Eine professionelle AGG-Beschwerdestelle hätte nicht nur dem jungen Auszubildenden helfen können, sondern dem Unternehmen auch viel Ärger und Kosten erspart und dafür Sorge tragen können, einen hochmotivierten Mitarbeiter zu halten und ein klares Signal gegen Diskriminierung zu setzen.

Bei der Umsetzung der Vorgaben des AGGs ist es hilfreich, sich externe Unterstützung bei Berater*innen zu suchen und diese in einem diversitätsorientierten Organisationsentwicklungsprozess einzubetten. Dabei sollte es um mehr gehen, als dem Gesetz gerecht zu werden. Tatsächliche Chancengleichheit und Gleichbehandlung braucht strukturelle Veränderungen und ist ein Prozess, der umfassend gedacht werden muss.
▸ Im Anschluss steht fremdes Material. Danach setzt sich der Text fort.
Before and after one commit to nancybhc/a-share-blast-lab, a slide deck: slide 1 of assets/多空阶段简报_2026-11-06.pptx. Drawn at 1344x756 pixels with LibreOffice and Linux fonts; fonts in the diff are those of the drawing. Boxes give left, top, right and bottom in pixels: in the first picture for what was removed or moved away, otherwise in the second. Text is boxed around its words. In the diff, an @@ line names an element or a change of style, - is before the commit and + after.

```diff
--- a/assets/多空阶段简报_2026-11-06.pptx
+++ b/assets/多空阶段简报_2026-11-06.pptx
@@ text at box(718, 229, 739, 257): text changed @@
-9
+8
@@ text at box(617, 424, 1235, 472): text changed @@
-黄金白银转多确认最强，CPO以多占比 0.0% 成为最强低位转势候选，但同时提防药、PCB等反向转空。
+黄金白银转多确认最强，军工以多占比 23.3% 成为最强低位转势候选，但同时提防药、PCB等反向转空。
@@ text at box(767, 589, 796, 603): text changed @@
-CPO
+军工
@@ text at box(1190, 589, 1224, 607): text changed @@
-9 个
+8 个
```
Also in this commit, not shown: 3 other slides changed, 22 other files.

Nicht zuletzt sind divers aufgestellte Unternehmen deutlich attraktiver für Bewerber*innen. Das gilt vor allem für Branchen, die dringend Fachkräfte suchen, insbesondere solche, die kreativ sind und gut darin, komplexe Probleme zu lösen.

Allerdings gibt es auch Betriebe wie Schlachtereien, in denen profitables Arbeiten auch unter schlechten Arbeitsbedingungen möglich zu sein scheint, da immer genug Nachschub an billigen Arbeitskräften herrscht. Dieses Problem ist nicht mit einem Antidiskriminierungsgesetz zu bewältigen. Hier braucht es eine politische Antwort.

Die Frage nach Gleichbehandlung darf aber nicht auf eine reine Kosten-Nutzen-Rechnung reduziert werden. Diversität und eine diskriminierungskritische Kultur werden nicht nur zunehmend von Bewerber*innen erwartet, sondern sollten als Ausprägung demokratischer Grundwerte eine Selbstverständlichkeit sein. Unsere Gesellschaft wird immer diverser und dies sollte sich auch auf allen Ebenen abbilden. Antidiskriminierung ist ein Schlüssel dazu.

Eva Maria Andrades ist Volljuristin und seit über zehn Jahren in der Antidiskriminierungsberatung und -arbeit tätig. Als Geschäftsführerin des Antidiskriminierungsverbands Deutschland (advd) setzt sie sich für eine aktive, machtkritische Antidiskriminierungspolitik und bessere Beratungsstrukturen ein. Zuvor war sie Projektleiterin des Antidiskriminierungsnetzwerks Berlin (ADNB des TBB) und hat vielfach Prozesse von Menschen begleitet, die gerichtlich und außergerichtlich gegen Diskriminierung vorgegangen sind.